_Task to carry out_:
Please copy the lines below exactly, from the first one through the line showing "handle the movement/deceleration.".

══ Material supplied

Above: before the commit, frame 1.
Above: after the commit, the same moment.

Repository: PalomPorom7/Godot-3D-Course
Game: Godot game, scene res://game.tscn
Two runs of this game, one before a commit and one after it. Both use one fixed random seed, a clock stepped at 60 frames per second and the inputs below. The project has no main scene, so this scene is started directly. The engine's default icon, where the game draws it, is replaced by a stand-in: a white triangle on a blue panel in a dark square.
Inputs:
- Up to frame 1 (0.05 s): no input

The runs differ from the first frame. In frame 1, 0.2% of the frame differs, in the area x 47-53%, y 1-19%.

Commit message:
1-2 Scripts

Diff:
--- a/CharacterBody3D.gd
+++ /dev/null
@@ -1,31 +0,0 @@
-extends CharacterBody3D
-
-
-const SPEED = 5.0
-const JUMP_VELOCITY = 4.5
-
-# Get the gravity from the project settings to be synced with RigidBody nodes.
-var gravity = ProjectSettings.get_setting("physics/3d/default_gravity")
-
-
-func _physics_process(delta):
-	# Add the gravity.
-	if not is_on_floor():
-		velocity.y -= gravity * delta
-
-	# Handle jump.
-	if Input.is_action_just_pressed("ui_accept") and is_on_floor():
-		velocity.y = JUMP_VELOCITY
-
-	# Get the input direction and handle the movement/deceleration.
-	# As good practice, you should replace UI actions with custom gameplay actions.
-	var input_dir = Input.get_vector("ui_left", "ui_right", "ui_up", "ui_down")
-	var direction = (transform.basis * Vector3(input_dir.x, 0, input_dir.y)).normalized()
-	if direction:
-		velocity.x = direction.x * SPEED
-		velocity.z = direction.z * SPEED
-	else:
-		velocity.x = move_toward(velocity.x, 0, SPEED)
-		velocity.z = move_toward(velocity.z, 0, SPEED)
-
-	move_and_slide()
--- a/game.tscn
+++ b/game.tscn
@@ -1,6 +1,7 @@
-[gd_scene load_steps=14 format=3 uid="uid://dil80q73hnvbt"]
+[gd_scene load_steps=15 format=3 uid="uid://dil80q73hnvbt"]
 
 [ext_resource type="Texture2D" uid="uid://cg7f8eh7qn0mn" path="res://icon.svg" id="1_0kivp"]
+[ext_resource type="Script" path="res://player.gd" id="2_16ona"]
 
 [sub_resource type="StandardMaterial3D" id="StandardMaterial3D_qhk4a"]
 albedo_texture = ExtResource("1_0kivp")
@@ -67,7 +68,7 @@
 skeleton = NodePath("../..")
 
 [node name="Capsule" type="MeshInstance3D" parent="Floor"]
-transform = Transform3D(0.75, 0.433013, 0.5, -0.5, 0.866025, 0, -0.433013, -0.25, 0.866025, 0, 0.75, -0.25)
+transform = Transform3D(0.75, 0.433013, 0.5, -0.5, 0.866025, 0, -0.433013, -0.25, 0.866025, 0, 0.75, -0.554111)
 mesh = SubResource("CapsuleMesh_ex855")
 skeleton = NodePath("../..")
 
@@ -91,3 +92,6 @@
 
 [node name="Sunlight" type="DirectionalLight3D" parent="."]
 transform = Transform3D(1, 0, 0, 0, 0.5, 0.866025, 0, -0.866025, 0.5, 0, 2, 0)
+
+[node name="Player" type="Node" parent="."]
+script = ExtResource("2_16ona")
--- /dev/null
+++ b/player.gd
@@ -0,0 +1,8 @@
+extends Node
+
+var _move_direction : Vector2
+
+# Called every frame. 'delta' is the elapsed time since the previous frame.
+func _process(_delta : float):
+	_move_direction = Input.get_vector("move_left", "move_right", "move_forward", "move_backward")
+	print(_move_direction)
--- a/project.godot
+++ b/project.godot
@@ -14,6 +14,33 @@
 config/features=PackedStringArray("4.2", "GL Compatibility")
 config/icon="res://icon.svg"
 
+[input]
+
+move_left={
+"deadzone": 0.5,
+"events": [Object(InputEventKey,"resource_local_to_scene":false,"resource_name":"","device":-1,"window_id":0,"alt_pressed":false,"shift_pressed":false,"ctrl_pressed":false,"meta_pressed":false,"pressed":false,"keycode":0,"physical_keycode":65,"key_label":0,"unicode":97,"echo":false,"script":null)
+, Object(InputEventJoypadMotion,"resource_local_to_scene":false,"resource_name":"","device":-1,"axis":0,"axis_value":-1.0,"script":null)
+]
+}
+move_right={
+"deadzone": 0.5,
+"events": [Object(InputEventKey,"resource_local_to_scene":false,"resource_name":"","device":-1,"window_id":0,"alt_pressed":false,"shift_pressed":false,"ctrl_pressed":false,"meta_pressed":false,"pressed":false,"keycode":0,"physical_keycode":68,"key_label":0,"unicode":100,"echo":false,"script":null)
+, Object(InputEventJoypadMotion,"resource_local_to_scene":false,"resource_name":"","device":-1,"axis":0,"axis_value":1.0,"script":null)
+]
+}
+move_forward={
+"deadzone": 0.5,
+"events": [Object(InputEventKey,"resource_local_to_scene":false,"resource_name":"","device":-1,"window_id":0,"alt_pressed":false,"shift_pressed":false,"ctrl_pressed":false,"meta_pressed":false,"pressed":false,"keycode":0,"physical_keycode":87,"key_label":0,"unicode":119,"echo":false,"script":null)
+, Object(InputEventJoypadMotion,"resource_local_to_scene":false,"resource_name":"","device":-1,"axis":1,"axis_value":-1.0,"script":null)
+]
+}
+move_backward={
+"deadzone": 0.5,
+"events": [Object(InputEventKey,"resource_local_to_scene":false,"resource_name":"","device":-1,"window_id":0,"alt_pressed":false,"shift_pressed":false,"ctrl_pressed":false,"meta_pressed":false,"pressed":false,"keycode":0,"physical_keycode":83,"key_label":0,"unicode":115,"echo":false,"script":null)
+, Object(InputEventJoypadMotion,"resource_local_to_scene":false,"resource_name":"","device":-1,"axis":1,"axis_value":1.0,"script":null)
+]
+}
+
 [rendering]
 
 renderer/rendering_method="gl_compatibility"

════

_Response_:
Above: before the commit, frame 1.
Above: after the commit, the same moment.

Repository: PalomPorom7/Godot-3D-Course
Game: Godot game, scene res://game.tscn
Two runs of this game, one before a commit and one after it. Both use one fixed random seed, a clock stepped at 60 frames per second and the inputs below. The project has no main scene, so this scene is started directly. The engine's default icon, where the game draws it, is replaced by a stand-in: a white triangle on a blue panel in a dark square.
Inputs:
- Up to frame 1 (0.05 s): no input

The runs differ from the first frame. In frame 1, 0.2% of the frame differs, in the area x 47-53%, y 1-19%.

Commit message:
1-2 Scripts

Diff:
--- a/CharacterBody3D.gd
+++ /dev/null
@@ -1,31 +0,0 @@
-extends CharacterBody3D
-
-
-const SPEED = 5.0
-const JUMP_VELOCITY = 4.5
-
-# Get the gravity from the project settings to be synced with RigidBody nodes.
-var gravity = ProjectSettings.get_setting("physics/3d/default_gravity")
-
-
-func _physics_process(delta):
-	# Add the gravity.
-	if not is_on_floor():
-		velocity.y -= gravity * delta
-
-	# Handle jump.
-	if Input.is_action_just_pressed("ui_accept") and is_on_floor():
-		velocity.y = JUMP_VELOCITY
-
-	# Get the input direction and handle the movement/deceleration.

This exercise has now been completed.